Não faz um mês, um casal encontrou na rua uma pasta com 20 mil reais. Não eram dois elementos daquela quadrilha que rodeia o governo, eram dois catadores de lixo. Dois representantes daquela pobreza que agride nossos sentimentos. O que fizeram? Ficaram caladinhos? Não. Procuraram o dono e entregaram o dinheiro. Um deles ainda declarou: “Minha mãe me ensinou para não ficar com o que não é meu”. Quanto a nós, ficamos boquiabertos, estamos nos desacostumando com a honestidade.
Na mesma linha de raciocínio, outro fato me fez refletir. Eu aguardava qualquer coisa no guichê de uma instituição administrativa. Ao meu lado, um senhor também esperava. Causava um pouco de estranheza, estava mal-vestido, cabelos desalinhados e suava por todos os poros. A funcionária que nos atendia não escondia seu mau humor. Ao deparar com aquele senhor em sua frente, torceu nariz e comentou com seu colega ao lad “O pior é o mau cheiro”. A resposta do rapaz foi de grande sensatez: “Conheço esse cara, é um vaqueiro, um daqueles que se levanta às duas da madrugada para tirar o leite que você bebe, bem dormida, em seu café da manhã. É gente boa”.
Todos nós temos muita facilidade para julgar os outros pela aparência externa. Nós nos esquecemos com muita facilidade de que dependemos uns dos outros. Geralmente os mais humildes são os mais necessários. Precisamos mais dos pobres do que eles de nós bem ajustados na vida. Imaginemos uma cidade só de pobres. Eles sobreviveriam. Eles fariam todos esses serviços de infraestrutura.
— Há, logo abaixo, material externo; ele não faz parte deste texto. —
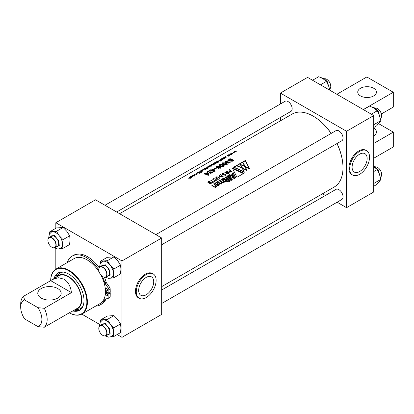 <?xml version="1.0" encoding="UTF-8"?>
<svg xmlns="http://www.w3.org/2000/svg" width="414" height="414" viewBox="0 0 414 414"><rect width="100%" height="100%" fill="white"/><g stroke="black" fill="none" stroke-linecap="round" stroke-linejoin="round"><path stroke-width="0.62" d="M330.77 86.34A5.651 3.265 60 0 0 330.77 86.267A5.651 3.265 60 0 0 326.775 79.343L326.641 79.271A5.837 3.369 60 0 1 330.77 86.417A5.837 3.369 60 0 1 330.036 88.71M360.48 95.919A9.356 5.403 180 0 1 357.743 92.094A9.356 5.403 180 0 1 363.518 87.106A9.356 5.403 180 0 1 373.713 88.275A9.356 5.403 180 0 1 376.455 92.094A9.356 5.403 180 0 1 370.68 97.088A9.356 5.403 180 0 1 360.48 95.919M359.621 151.41A14.035 8.104 120 0 0 350.451 163.778A14.035 8.104 120 0 0 352.604 175.024A14.035 8.104 120 0 0 359.621 174.33A14.035 8.104 120 0 0 368.791 161.962A14.035 8.104 120 0 0 366.638 150.712A14.035 8.104 120 0 0 359.621 151.41M352.604 175.024L351.796 174.558A14.035 8.104 -60 0 1 349.644 163.313A14.035 8.104 -60 0 1 358.814 150.939A14.035 8.104 -60 0 1 365.831 150.246L366.638 150.712M331.143 133.432A42.109 24.312 -120 0 0 313.212 116.148L313.476 116.303A41.736 24.095 60 0 1 331.221 133.391M337.058 143.503A41.736 24.095 60 0 1 342.989 167.416A41.736 24.095 60 0 1 342.989 167.566M161.688 286.633L334.264 186.999A42.109 24.312 -120 0 0 342.989 167.722A42.109 24.312 -120 0 0 336.98 143.549M313.476 116.303L313.212 116.148A42.109 24.312 -120 0 0 292.16 114.062L119.579 213.696M161.688 290.007L335.992 189.374A5.837 3.369 60 0 1 338.911 189.664A5.837 3.369 60 0 1 342.725 194.808A5.837 3.369 60 0 1 341.829 199.486L161.688 303.493M155.85 234.64L335.992 130.633A5.837 3.369 60 0 1 338.911 130.922A5.837 3.369 60 0 1 342.725 136.071A5.837 3.369 60 0 1 341.829 140.75L161.688 244.752M104.98 205.272L285.122 101.264A5.837 3.369 60 0 1 288.041 101.554A5.837 3.369 60 0 1 291.854 106.698A5.837 3.369 60 0 1 290.959 111.382L116.66 212.009M223.162 176.587A42.109 24.312 -120 0 0 220.538 174.522L219.001 175.898L219.601 176.819L222.39 177.032L223.162 176.587M230.841 175.194L229.723 174.599L228.388 175.37L234.345 178.62L235.789 177.787L233.201 172.591L232.021 173.275L232.575 174.196L230.841 175.194L230.841 175.805L232.575 174.806L232.575 174.196M210.705 180.199L213.106 182.082L212.201 182.605A42.109 24.312 60 0 1 212.418 182.791L214.514 181.58A42.109 24.312 -120 0 0 214.297 181.399L213.37 181.932L210.959 180.054L210.705 180.199M216.574 177.026L218.126 177.145A42.109 24.312 60 0 1 219.824 178.512L220.082 178.367A42.109 24.312 -120 0 0 218.38 176.995L216.351 176.866L215.849 177.523L216.284 178.206A42.109 24.312 60 0 1 217.987 179.572L218.245 179.428A42.109 24.312 -120 0 0 216.548 178.061L216.212 177.518L216.574 177.026M225.314 175.422L225.889 174.61L222.582 173.275L222.007 174.051L225.314 175.422M226.624 172.84A42.109 24.312 60 0 1 226.634 172.845L226.644 173.611L227.488 173.896L229.237 173.078A42.109 24.312 -120 0 0 226.608 171.018L226.349 171.168A42.109 24.312 60 0 1 227.602 172.115L226.893 172.524L224.626 172.162L226.624 172.84M228.119 175.526L226.934 176.209A42.109 24.312 60 0 1 231.203 180.432L232.389 179.748A42.109 24.312 -120 0 0 228.119 175.526L228.119 176.141L227.348 176.581M218.67 184.349L218.457 185.286L217.112 185.053A42.109 24.312 -120 0 0 216.843 184.789L218.049 183.878L217.79 182.724L215.885 182.46L215.466 183.48L215.006 183.102L214.638 183.309L215.337 183.899A42.109 24.312 60 0 1 216.739 185.239L218.778 185.622L219.342 184.83L219.047 184.132L218.67 184.349L218.856 185.384M218.049 183.878L218.162 183.474M243.913 173.264L232.275 167.867L236.943 177.29L243.913 173.264M216.087 186.926L216.087 186.316L216.563 186.755L216.931 186.543L216.232 185.886A42.109 24.312 -120 0 0 213.934 183.718L213.577 183.919A42.109 24.312 60 0 1 215.285 185.508L215.803 186.466L215.461 187.014L213.862 186.652A42.109 24.312 -120 0 0 211.947 184.867L211.59 185.068A42.109 24.312 60 0 1 213.448 186.802L215.694 187.402L216.144 186.667M242.573 168.26L247.096 170.635L245.279 166.697L249.802 169.072L245.471 160.389L233.579 167.256L244.384 172.198L242.573 168.26L244.027 171.996M230.122 170.511L228.942 171.562L229.237 172.043L231.147 171.976L231.866 171.562A42.109 24.312 -120 0 0 229.237 169.497L228.983 169.647A42.109 24.312 60 0 1 230.122 170.511L230.122 170.806M223.669 182.797L224.057 181.715L224.538 182.155L224.9 181.943L224.207 181.285A42.109 24.312 -120 0 0 221.904 179.117L221.547 179.319A42.109 24.312 60 0 1 223.26 180.908L223.777 181.865L223.431 182.414L221.832 182.051A42.109 24.312 -120 0 0 219.917 180.261L219.56 180.468A42.109 24.312 60 0 1 221.273 182.056L221.79 183.009L221.443 183.562L219.844 183.2A42.109 24.312 -120 0 0 217.93 181.41L217.578 181.617A42.109 24.312 60 0 1 219.43 183.345L221.681 183.945L222.054 182.693L223.669 182.797M224.119 182.067L224.057 182.326M223.679 179.635L225.718 180.095A42.109 24.312 60 0 1 225.739 180.121L225.278 180.939L225.697 181.808L228.456 182.02L230.432 180.882A42.109 24.312 -120 0 0 226.163 176.659L224.978 177.342A42.109 24.312 60 0 1 226.608 178.853L226.168 179.112L224.766 178.812L223.731 178.061L222.447 178.801L223.679 179.635M213.236 179.578L213.469 178.817L215.575 179.143L216.17 180.033L215.772 180.623L214.364 180.804L215.989 180.804L216.522 180.043L215.854 178.983L213.251 178.657L213.112 179.904M212.775 179.319L212.956 179.738M211.011 182.729L210.804 183.49L209.494 183.676L211.052 183.656L211.513 183.009L211.254 182.543L208.335 182.455L208.521 181.679L210.038 181.492L208.444 181.435L207.792 182.176L208.082 182.631L211.011 182.729L211.166 183.625M208.335 182.776L208.159 182.155L208.159 182.765M359.621 154.189A10.629 6.138 -60 0 1 364.599 153.49A10.629 6.138 -60 0 1 366.649 161.884A10.629 6.138 -60 0 1 359.621 171.546A10.629 6.138 -60 0 1 353.991 171.867A10.629 6.138 -60 0 1 352.769 163.256A10.629 6.138 -60 0 1 359.621 154.189M146.194 274.627A14.035 8.104 120 0 0 137.024 287A14.035 8.104 120 0 0 139.176 298.246A14.035 8.104 120 0 0 146.194 297.552A14.035 8.104 120 0 0 155.364 285.184A14.035 8.104 120 0 0 153.211 273.933A14.035 8.104 120 0 0 146.194 274.627M139.176 298.246L138.369 297.78A14.035 8.104 -60 0 1 136.216 286.535A14.035 8.104 -60 0 1 145.386 274.161A14.035 8.104 -60 0 1 152.404 273.468L153.211 273.933M70.085 239.799A9.356 5.403 60 0 1 70.085 239.908L69.666 235.804L66.861 231.374L63.104 227.498L56.433 227.943L49.804 231.768L49.437 234.07M120.955 269.167A9.356 5.403 60 0 1 120.955 269.276L120.536 265.177L117.731 260.742L113.974 256.866L107.304 257.311L100.674 261.136L100.307 263.439M120.955 327.904A9.356 5.403 60 0 1 120.955 328.017L120.536 323.914L117.731 319.484L113.974 315.603L107.304 316.053L100.674 319.877L100.307 322.175M146.194 277.411A10.629 6.138 -60 0 1 151.172 276.712A10.629 6.138 -60 0 1 153.221 285.106A10.629 6.138 -60 0 1 146.194 294.768A10.629 6.138 -60 0 1 140.558 295.089A10.629 6.138 -60 0 1 139.342 286.478A10.629 6.138 -60 0 1 146.194 277.411M57.479 246.428A6.055 3.498 60 0 1 56.646 246.661M50.648 236.637A6.055 3.498 60 0 1 51.346 235.985A6.055 3.498 60 0 1 56.009 237.605A6.055 3.498 60 0 1 58.653 243.701A6.055 3.498 60 0 1 57.401 246.475A6.055 3.498 60 0 1 56.49 246.749M108.349 275.796A6.055 3.498 60 0 1 107.516 276.029M101.518 266.005A6.055 3.498 60 0 1 102.211 265.353A6.055 3.498 60 0 1 106.879 266.978A6.055 3.498 60 0 1 109.524 273.069A6.055 3.498 60 0 1 108.271 275.843A6.055 3.498 60 0 1 107.355 276.117M108.349 334.533A6.055 3.498 60 0 1 107.516 334.766M101.518 324.747A6.055 3.498 60 0 1 102.211 324.095A6.055 3.498 60 0 1 106.879 325.714A6.055 3.498 60 0 1 109.524 331.811A6.055 3.498 60 0 1 108.271 334.584A6.055 3.498 60 0 1 107.355 334.859M107.412 289.769A1.459 0.844 60 0 1 106.796 288.703M106.445 290.809A1.459 0.844 60 0 1 105.492 289.521A1.459 0.844 60 0 1 105.715 288.351A1.459 0.844 60 0 1 106.445 288.423A1.459 0.844 60 0 1 107.397 289.712A1.459 0.844 60 0 1 107.174 290.882A1.459 0.844 60 0 1 106.445 290.809M107.412 294.763A1.459 0.844 60 0 1 106.796 293.697M106.445 295.803A1.459 0.844 60 0 1 105.492 294.514A1.459 0.844 60 0 1 105.715 293.345A1.459 0.844 60 0 1 106.445 293.417A1.459 0.844 60 0 1 107.397 294.706A1.459 0.844 60 0 1 107.174 295.875A1.459 0.844 60 0 1 106.445 295.803M95.603 306.137A28.142 16.249 -120 0 0 100.323 304.828A28.142 16.249 -120 0 0 104.778 299.534A1.873 1.082 60 0 1 105.078 299.182A1.873 1.082 60 0 1 105.234 299.12L108.318 298.297A1.873 1.082 -120 0 0 108.473 298.23A1.873 1.082 -120 0 0 108.856 297.402L108.913 293.976L105.461 291.911M100.323 304.828L101.647 304.062A28.142 16.249 -120 0 0 106.046 298.903M98.791 269.856A28.142 16.249 -120 0 0 86.252 257.482A28.142 16.249 -120 0 0 72.181 256.085A28.142 16.249 -120 0 0 67.296 262.533M99.189 267.739A28.142 16.249 -120 0 0 87.577 256.716A28.142 16.249 -120 0 0 73.506 255.324L72.181 256.085M70.525 312.104L44.319 327.236A18.713 10.805 -120 0 0 44.319 308.29L71.446 292.626C70.623 286.229 68.134 281.737 63.963 279.15L58.353 277.722L52.371 279.512L50.679 280.64A25.585 14.769 -120 0 1 69.014 270.916A25.585 14.769 -120 0 1 86.852 302.106A25.585 14.769 -120 0 1 69.267 312.834A25.958 14.987 -120 0 0 82.008 313.988L100.084 303.55A25.958 14.987 -120 0 0 105.461 291.668A25.958 14.987 -120 0 0 100.814 274.891M99.313 272.288A25.958 14.987 -120 0 0 74.127 258.59L56.05 269.028A25.958 14.987 -120 0 0 50.674 280.64M82.008 313.988A25.958 14.987 -120 0 0 87.385 302.106A25.958 14.987 -120 0 0 76.052 275.983A25.958 14.987 -120 0 0 56.05 269.028M381.641 115.713A5.651 3.265 60 0 0 381.641 115.635A5.651 3.265 60 0 0 377.646 108.711L377.511 108.639A5.837 3.369 60 0 1 381.641 115.791A5.837 3.369 60 0 1 380.906 118.078M381.641 174.449A5.651 3.265 60 0 0 381.641 174.377A5.651 3.265 60 0 0 377.646 167.453L377.511 167.375A5.837 3.369 60 0 1 381.641 174.527A5.837 3.369 60 0 1 380.906 176.819M72.797 310.94A21.533 12.43 -120 0 0 79.529 310.309A21.533 12.43 -120 0 0 83.99 300.45A21.533 12.43 -120 0 0 74.592 278.782A21.533 12.43 -120 0 0 57.996 273.012A21.533 12.43 -120 0 0 54.084 278.524M80.244 309.838A21.533 12.43 60 0 1 74.272 310.091M75.514 309.372A19.147 11.054 -120 0 0 81.17 295.084A19.147 11.054 -120 0 0 68.181 276.361A19.147 11.054 -120 0 0 56.801 276.956M75.301 309.496L76.564 309.517A20.498 11.835 -120 0 0 83.002 306.106M71.084 311.928L77.516 308.218A18.713 10.805 -120 0 0 80.388 293.221A18.713 10.805 -120 0 0 68.16 276.728A18.713 10.805 -120 0 0 58.804 275.802L52.371 279.512M52.05 247.339L51.916 247.261A5.651 3.265 -120 0 0 55.916 244.953A5.651 3.265 -120 0 0 51.916 238.034A5.651 3.265 -120 0 0 47.92 240.337A5.651 3.265 -120 0 0 51.916 247.261L52.05 247.339A5.837 3.369 -120 0 0 54.969 247.629A5.837 3.369 -120 0 0 55.864 242.951A5.837 3.369 -120 0 0 52.05 237.802A5.837 3.369 -120 0 0 49.131 237.512A5.837 3.369 -120 0 0 47.92 240.187A5.837 3.369 -120 0 0 47.92 240.265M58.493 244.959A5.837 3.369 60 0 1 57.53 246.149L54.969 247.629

Entre eles estão os pedreiros, os lixeiros, os lavradores, as domésticas, os motoristas, os padeiros, as babás, os varredores de rua. Sem os ricos, eles continuariam vivendo como pobres. Eles sempre dão um jeito. A solidariedade deles cobre as deficiências uns dos outros.
Agora, pense numa sociedade só de ricos. Quem pegaria o lixo deles? Quem faria o pão para eles? Quem lavaria suas roupas? Quem varreria suas mansões? Quem consertaria seus carros? Eles não poderiam viver sem os pobres. Mas, nem sequer pensamos nisto e olhamos os mais humildes de cima para baixo.
O que estou escrevendo, talvez seja um imaginário fantasioso. Até mesmo ingênuo. Mas, não é verdade que as classes A e B não viveriam sem a classe C? Precisamos mais deles do que eles de nós. Então por que essa mania de chamá-los de gentinha?
Para terminar, uma perguntinha sem malícia: “Se eu, se você, se qualquer um de nós, achássemos 20 mil reais na rua, o que faríamos?